Years ago, a good friend of mine had a wind-up set of chattering teeth. I believe they’re still readily available around Halloween. For whatever reason, each time I visit a graveyard, I hear the sound they make.
As a writer, I compare it more to the chatter or clicking noise that ancient typewriters made. To me, each granite gravestone in a cemetery is a typewriter ready to tell a unique story.
Opened in the early 1970s, Lake Havasu Memorial Gardens in Lake Havasu City, Arizona, serves as a final resting place for the remains and cremains of many residents and visitors. According to Findagrave.com, the cemetery is home to 4,945 gravesites, along with a couple of mausoleums and several columbaria.
The gardens were created to provide a peaceful and dignified environment for families to honor and remember loved ones. Over the years, the site has evolved to include landscaped grounds, memorial markers, and spaces dedicated to reflection and remembrance.
As Lake Havasu City grew, the memorial gardens became an integral part of the community, hosting ceremonies and offering support to those in mourning. Its history reflects the city’s commitment to preserving memories and honoring lives within a tranquil desert setting.
I was interested in identifying the earliest people buried there and learning a bit of their history.

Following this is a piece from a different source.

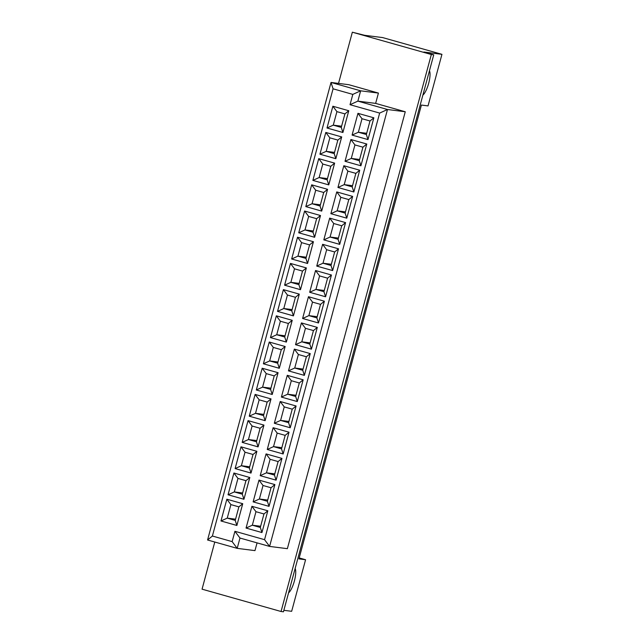 <?xml version="1.0" encoding="UTF-8"?>
<svg xmlns="http://www.w3.org/2000/svg" width="644" height="644" viewBox="0 0 644 644"><rect width="100%" height="100%" fill="white"/><g stroke="black" fill="none" stroke-linecap="round" stroke-linejoin="round"><path stroke-width="0.97" d="M422.866 95.119A13.363 3.759 105.8 0 0 428.687 83.269A13.363 3.759 105.8 0 0 429.443 70.768M288.56 592.891A13.363 3.759 105.8 0 0 294.372 581.033A13.363 3.759 105.8 0 0 295.137 568.531M283.859 610.311L291.66 611.301L305.578 559.733L299.21 557.929M305.578 559.733L298.945 558.887L421.401 105.061L428.027 105.906L441.945 54.329L423.865 52.035L433.742 54.829L283.457 611.8L281.05 611.494L431.335 54.523L352.34 32.2L338.527 83.398M214.774 542.031L202.055 589.171L281.05 611.494M441.945 54.329L382.697 37.594L364.625 35.299L352.34 32.2M433.742 54.829L431.335 54.523M264.547 539.672L269.603 546.418L287.369 548.672L405.261 111.758L375.637 103.394L378.422 93.074L348.798 84.702L331.024 82.448L360.648 90.82L357.863 101.132L387.487 109.504L269.603 546.418L239.979 538.046L237.193 548.358L207.569 539.994L331.024 82.448L333.069 88.808L212.391 536.033L232.146 541.62L234.923 531.3L264.547 539.672L379.654 113.078L350.03 104.706L352.815 94.394L333.069 88.808M232.146 541.62L237.193 548.358L254.968 550.62L257.061 542.876M378.422 93.074L360.648 90.82L352.815 94.394M375.637 103.394L357.863 101.132L350.03 104.706M405.261 111.758L387.487 109.504L379.654 113.078M342.906 132.495L327.007 128.003L332.876 106.244L348.774 110.736L342.906 132.495L341.272 127.407L344.918 113.899L336.917 111.637L333.27 125.145L341.272 127.407M367.982 139.587L352.083 135.095L357.959 113.328L373.858 117.82L367.982 139.587L366.356 134.499L369.994 120.983L362 118.721L358.354 132.237L366.356 134.499M335.838 158.698L319.939 154.206L325.808 132.439L341.706 136.93L335.838 158.698L334.204 153.61L337.85 140.094L329.849 137.832L326.202 151.348L334.204 153.61M360.914 165.782L345.015 161.29L350.891 139.531L366.79 144.023L360.914 165.782L359.28 160.694L362.926 147.186L354.933 144.924L351.286 158.432L359.28 160.694M328.762 184.892L312.871 180.4L318.74 158.641L334.639 163.133L328.762 184.892L327.136 179.805L330.783 166.297L322.781 164.035L319.134 177.543L327.136 179.805M353.846 191.984L337.947 187.493L343.824 165.725L359.714 170.217L353.846 191.984L352.212 186.889L355.858 173.381L347.865 171.119L344.218 184.635L352.212 186.889M321.694 211.095L305.803 206.603L311.672 184.836L327.571 189.328L321.694 211.095L320.068 206L323.715 192.492L315.713 190.23L312.066 203.746L320.068 206M346.778 218.179L330.879 213.687L336.756 191.92L352.646 196.42L346.778 218.179L345.144 213.092L348.79 199.576L340.797 197.322L337.15 210.829L345.144 213.092M314.626 237.29L298.727 232.798L304.604 211.031L320.503 215.531L314.626 237.29L313 232.202L316.639 218.686L308.645 216.432L304.998 229.94L313 232.202M339.71 244.374L323.811 239.882L329.68 218.123L345.578 222.615L339.71 244.374L338.076 239.286L341.723 225.778L333.721 223.516L330.082 237.032L338.076 239.286M307.558 263.485L291.66 258.993L297.536 237.233L313.435 241.725L307.558 263.485L305.924 258.397L309.571 244.889L301.577 242.627L297.931 256.143L305.924 258.397M332.642 270.577L316.743 266.085L322.612 244.318L338.511 248.809L332.642 270.577L331.008 265.489L334.655 251.973L326.653 249.719L323.006 263.227L331.008 265.489M300.49 289.687L284.592 285.195L290.468 263.428L306.359 267.92L300.49 289.687L298.856 284.6L302.503 271.084L294.509 268.83L290.863 282.338L298.856 284.6M325.574 296.771L309.675 292.279L315.544 270.52L331.443 275.012L325.574 296.771L323.94 291.684L327.587 278.176L319.585 275.914L315.938 289.422L323.94 291.684M293.423 315.882L277.524 311.39L283.4 289.631L299.291 294.123L293.423 315.882L291.788 310.794L295.435 297.287L287.441 295.024L283.795 308.532L291.788 310.794M318.498 322.974L302.608 318.482L308.476 296.715L324.375 301.207L318.498 322.974L316.872 317.886L320.519 304.371L312.517 302.108L308.87 315.624L316.872 317.886M286.355 342.085L270.456 337.593L276.324 315.826L292.223 320.318L286.355 342.085L284.72 336.997L288.367 323.481L280.365 321.219L276.727 334.735L284.72 336.997M311.43 349.169L295.532 344.677L301.408 322.918L317.307 327.41L311.43 349.169L309.804 344.081L313.451 330.573L305.449 328.311L301.803 341.819L309.804 344.081M279.287 368.279L263.388 363.788L269.256 342.028L285.155 346.52L279.287 368.279L277.653 363.192L281.299 349.684L273.298 347.422L269.651 360.93L277.653 363.192M304.362 375.372L288.464 370.88L294.34 349.112L310.239 353.604L304.362 375.372L302.736 370.284L306.375 356.768L298.381 354.506L294.735 368.022L302.736 370.284M272.219 394.482L256.32 389.99L262.189 368.223L278.087 372.715L272.219 394.482L270.585 389.395L274.231 375.879L266.23 373.617L262.583 387.133L270.585 389.395M297.295 401.566L281.396 397.074L287.272 375.315L303.171 379.807L297.295 401.566L295.66 396.479L299.307 382.971L291.313 380.709L287.667 394.217L295.66 396.479M265.143 420.677L249.252 416.185L255.121 394.426L271.019 398.918L265.143 420.677L263.517 415.589L267.163 402.073L259.162 399.819L255.515 413.327L263.517 415.589M290.227 427.769L274.328 423.269L280.204 401.51L296.095 406.002L290.227 427.769L288.593 422.673L292.239 409.165L284.246 406.903L280.599 420.419L288.593 422.673M258.075 446.88L242.176 442.38L248.053 420.621L263.951 425.112L258.075 446.88L256.449 441.784L260.096 428.276L252.094 426.014L248.447 439.53L256.449 441.784M283.159 453.964L267.26 449.472L273.128 427.705L289.027 432.204L283.159 453.964L281.525 448.876L285.171 435.36L277.178 433.106L273.531 446.614L281.525 448.876M251.007 473.074L235.108 468.582L240.985 446.815L256.884 451.315L251.007 473.074L249.381 467.987L253.02 454.471L245.026 452.217L241.379 465.725L249.381 467.987M276.091 480.158L260.192 475.666L266.061 453.907L281.959 458.399L276.091 480.158L274.457 475.071L278.103 461.563L270.102 459.301L266.463 472.817L274.457 475.071M243.939 499.269L228.04 494.777L233.917 473.018L249.816 477.51L243.939 499.269L242.305 494.181L245.952 480.674L237.958 478.411L234.311 491.927L242.305 494.181M269.023 506.361L253.124 501.869L258.993 480.102L274.891 484.594L269.023 506.361L267.389 501.274L271.035 487.758L263.034 485.496L259.387 499.011L267.389 501.274M236.871 525.472L220.973 520.98L226.849 499.213L242.74 503.705L236.871 525.472L235.237 520.384L238.884 506.868L230.89 504.606L227.243 518.122L235.237 520.384M261.947 532.556L246.056 528.064L251.925 506.305L267.824 510.797L261.947 532.556L260.321 527.468L263.968 513.96L255.966 511.698L252.319 525.206L260.321 527.468M260.643 526.269L252.319 525.206L246.056 528.064M263.968 513.96L267.824 510.797M255.966 511.698L251.925 506.305M235.567 519.177L227.243 518.122L220.973 520.98M267.711 500.066L259.387 499.011L253.124 501.869M242.635 492.982L234.311 491.927L228.04 494.777M274.779 473.871L266.463 472.817L260.192 475.666M249.703 466.779L241.379 465.725L235.108 468.582M281.855 447.669L273.531 446.614L267.26 449.472M256.771 440.585L248.447 439.53L242.176 442.38M288.923 421.474L280.599 420.419L274.328 423.269M263.839 414.382L255.515 413.327L249.252 416.185M295.99 395.271L287.667 394.217L281.396 397.074M270.907 388.187L262.583 387.133L256.32 389.99M303.058 369.076L294.735 368.022L288.464 370.88M277.975 361.992L269.651 360.93L263.388 363.788M310.126 342.882L301.803 341.819L295.532 344.677M285.042 335.79L276.727 334.735L270.456 337.593M317.194 316.679L308.87 315.624L302.608 318.482M292.118 309.595L283.795 308.532L277.524 311.39M324.262 290.484L315.938 289.422L309.675 292.279M299.186 283.392L290.863 282.338L284.592 285.195M331.33 264.282L323.006 263.227L316.743 266.085M306.254 257.197L297.931 256.143L291.66 258.993M338.398 238.087L330.082 237.032L323.811 239.882M313.322 230.995L304.998 229.94L298.727 232.798M345.474 211.884L337.15 210.829L330.879 213.687M320.39 204.8L312.066 203.746L305.803 206.603M352.542 185.689L344.218 184.635L337.947 187.493M327.458 178.597L319.134 177.543L312.871 180.4M359.61 159.487L351.286 158.432L345.015 161.29M334.526 152.403L326.202 151.348L319.939 154.206M366.678 133.292L358.354 132.237L352.083 135.095M341.594 126.208L333.27 125.145L327.007 128.003M238.884 506.868L242.74 503.705M230.89 504.606L226.849 499.213M271.035 487.758L274.891 484.594M263.034 485.496L258.993 480.102M245.952 480.674L249.816 477.51M237.958 478.411L233.917 473.018M278.103 461.563L281.959 458.399M270.102 459.301L266.061 453.907M253.02 454.471L256.884 451.315M245.026 452.217L240.985 446.815M285.171 435.36L289.027 432.204M277.178 433.106L273.128 427.705M260.096 428.276L263.951 425.112M252.094 426.014L248.053 420.621M292.239 409.165L296.095 406.002M284.246 406.903L280.204 401.51M267.163 402.073L271.019 398.918M259.162 399.819L255.121 394.426M299.307 382.971L303.171 379.807M291.313 380.709L287.272 375.315M274.231 375.879L278.087 372.715M266.23 373.617L262.189 368.223M306.375 356.768L310.239 353.604M298.381 354.506L294.34 349.112M281.299 349.684L285.155 346.52M273.298 347.422L269.256 342.028M313.451 330.573L317.307 327.41M305.449 328.311L301.408 322.918M288.367 323.481L292.223 320.318M280.365 321.219L276.324 315.826M320.519 304.371L324.375 301.207M312.517 302.108L308.476 296.715M295.435 297.287L299.291 294.123M287.441 295.024L283.4 289.631M327.587 278.176L331.443 275.012M319.585 275.914L315.544 270.52M302.503 271.084L306.359 267.92M294.509 268.83L290.468 263.428M334.655 251.973L338.511 248.809M326.653 249.719L322.612 244.318M309.571 244.889L313.435 241.725M301.577 242.627L297.536 237.233M341.723 225.778L345.578 222.615M333.721 223.516L329.68 218.123M316.639 218.686L320.503 215.531M308.645 216.432L304.604 211.031M348.79 199.576L352.646 196.42M340.797 197.322L336.756 191.92M323.715 192.492L327.571 189.328M315.713 190.23L311.672 184.836M355.858 173.381L359.714 170.217M347.865 171.119L343.824 165.725M330.783 166.297L334.639 163.133M322.781 164.035L318.74 158.641M362.926 147.186L366.79 144.023M354.933 144.924L350.891 139.531M337.85 140.094L341.706 136.93M329.849 137.832L325.808 132.439M369.994 120.983L373.858 117.82M362 118.721L357.959 113.328M344.918 113.899L348.774 110.736M336.917 111.637L332.876 106.244M212.391 536.033L207.569 539.994M234.923 531.3L239.979 538.046"/></g></svg>

It appears that Karl Joseph Baunach is the first burial. Karl, born in Germany on March 11, 1898, married Theresia Schmitz in 1948. The couple had two children, Erika and Eric.
Karl Joseph Baunach died in Lake Havasu City on April 13, 1970. Wife, Theresia, died in 1995, some 25 years after him. She is also buried in Lake Havasu Memorial Gardens, along with their son, Eric. I was able to find out more about the son and daughter than I was about either parent.
Sgt. Eric Baunach served with the US Army in Vietnam, later becoming an archaeologist in Arizona and Oregon and owning his own construction company. He passed away on May 23, 2022, in Oregon. Eric’s remains were transported to Lake Havasu City and interred here. His sister Erika Baunach-Hinkel died in 2025. She’s buried in Oregon alongside her husband.
I tried to find out what brought the Baunachs to Lake Havasu City, with a 1956 ship manifest showing him as a shoemaker. That’s the year this family came to America, ultimately landing at Ellis Island. It seems unlikely that a shoemaker would be needed in our fledgling town at such an early period.
Karl was 72 when he passed away, so working in construction also seems unlikely, though some old-timers would argue otherwise. My guess is that he was one of the early realtors. If someone knows for sure, they can email me.
Undoubtedly, there’s so much more to be told about Karl Baunach, yet I was only privy to information available through archived newspaper articles, Ancestry.com, and Findagrave.com. Karl’s grandchildren might know some of the history, but the truth is, most young people have little interest in such.
The oldest person buried there is Gustave Adolph Dietze. He was born in Germany on April 28, 1875, and passed away on March 2, 1953. Gustave would now be 151 years old if still living. His remains were reinterred here from a cemetery in Ohio. Gustave’s wife, Zalalette Ceola See Dietze, died in 1971, with her remains also reburied in Lake Havasu Gardens.
It appears that Gustave and Zalaette Dietze’s daughter, Azalea Pearle Dietze Abbott, who resided in Havasu, was the family member having her parents’ remains moved from back east to Arizona. Azalea passed away on December 31, 1995.
A graveyard to me is like an open book. What unique and nonstop stories their tombstones would tell if only they could talk. It’s up to writers like me to decipher the historical chatter coming from them.